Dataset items
------
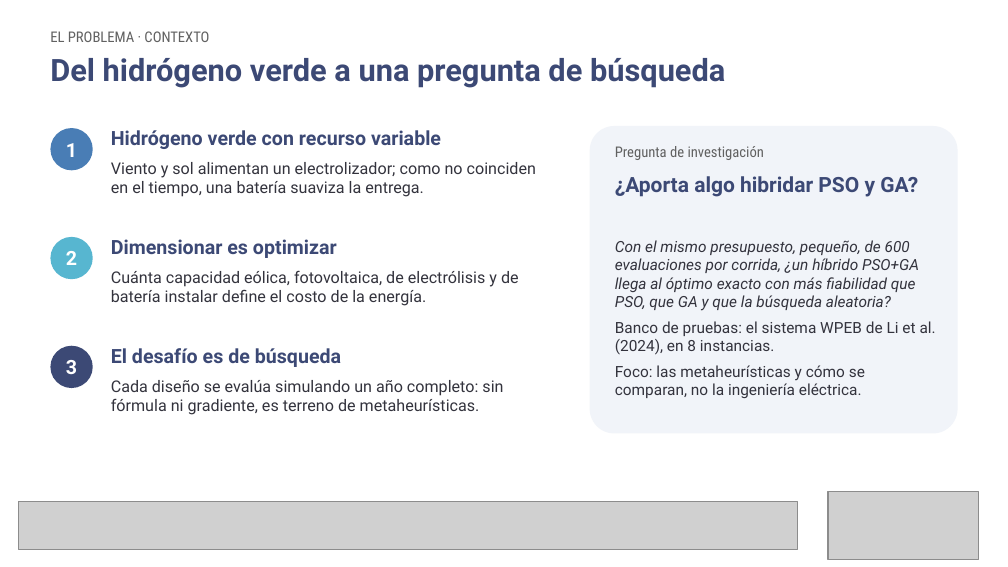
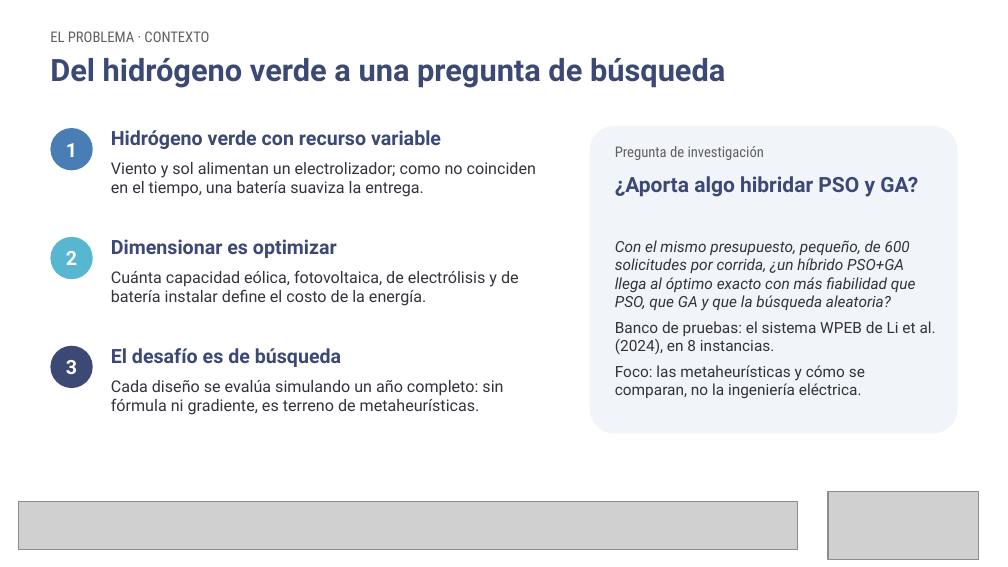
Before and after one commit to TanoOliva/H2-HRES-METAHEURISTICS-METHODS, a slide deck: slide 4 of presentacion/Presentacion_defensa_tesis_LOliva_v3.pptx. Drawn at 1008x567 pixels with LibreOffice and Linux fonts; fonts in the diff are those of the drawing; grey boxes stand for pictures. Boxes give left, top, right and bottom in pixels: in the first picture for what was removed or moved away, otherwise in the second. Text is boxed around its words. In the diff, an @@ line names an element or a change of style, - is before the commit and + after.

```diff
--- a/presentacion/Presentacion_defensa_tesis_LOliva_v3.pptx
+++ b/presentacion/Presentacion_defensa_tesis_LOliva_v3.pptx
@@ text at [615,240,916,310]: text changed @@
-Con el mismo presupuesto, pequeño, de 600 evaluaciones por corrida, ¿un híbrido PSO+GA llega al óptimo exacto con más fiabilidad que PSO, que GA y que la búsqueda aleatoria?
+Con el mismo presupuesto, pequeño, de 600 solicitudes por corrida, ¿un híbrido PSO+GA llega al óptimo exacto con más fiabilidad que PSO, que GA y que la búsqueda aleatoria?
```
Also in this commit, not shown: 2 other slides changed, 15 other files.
------
Exercise prompt ->
Retype all the entries exactly; drop the pictures.

Result for this task ->
Before and after one commit to TanoOliva/H2-HRES-METAHEURISTICS-METHODS, a slide deck: slide 4 of presentacion/Presentacion_defensa_tesis_LOliva_v3.pptx. Drawn at 1008x567 pixels with LibreOffice and Linux fonts; fonts in the diff are those of the drawing; grey boxes stand for pictures. Boxes give left, top, right and bottom in pixels: in the first picture for what was removed or moved away, otherwise in the second. Text is boxed around its words. In the diff, an @@ line names an element or a change of style, - is before the commit and + after.

```diff
--- a/presentacion/Presentacion_defensa_tesis_LOliva_v3.pptx
+++ b/presentacion/Presentacion_defensa_tesis_LOliva_v3.pptx
@@ text at [615,240,916,310]: text changed @@
-Con el mismo presupuesto, pequeño, de 600 evaluaciones por corrida, ¿un híbrido PSO+GA llega al óptimo exacto con más fiabilidad que PSO, que GA y que la búsqueda aleatoria?
+Con el mismo presupuesto, pequeño, de 600 solicitudes por corrida, ¿un híbrido PSO+GA llega al óptimo exacto con más fiabilidad que PSO, que GA y que la búsqueda aleatoria?
```
Also in this commit, not shown: 2 other slides changed, 15 other files.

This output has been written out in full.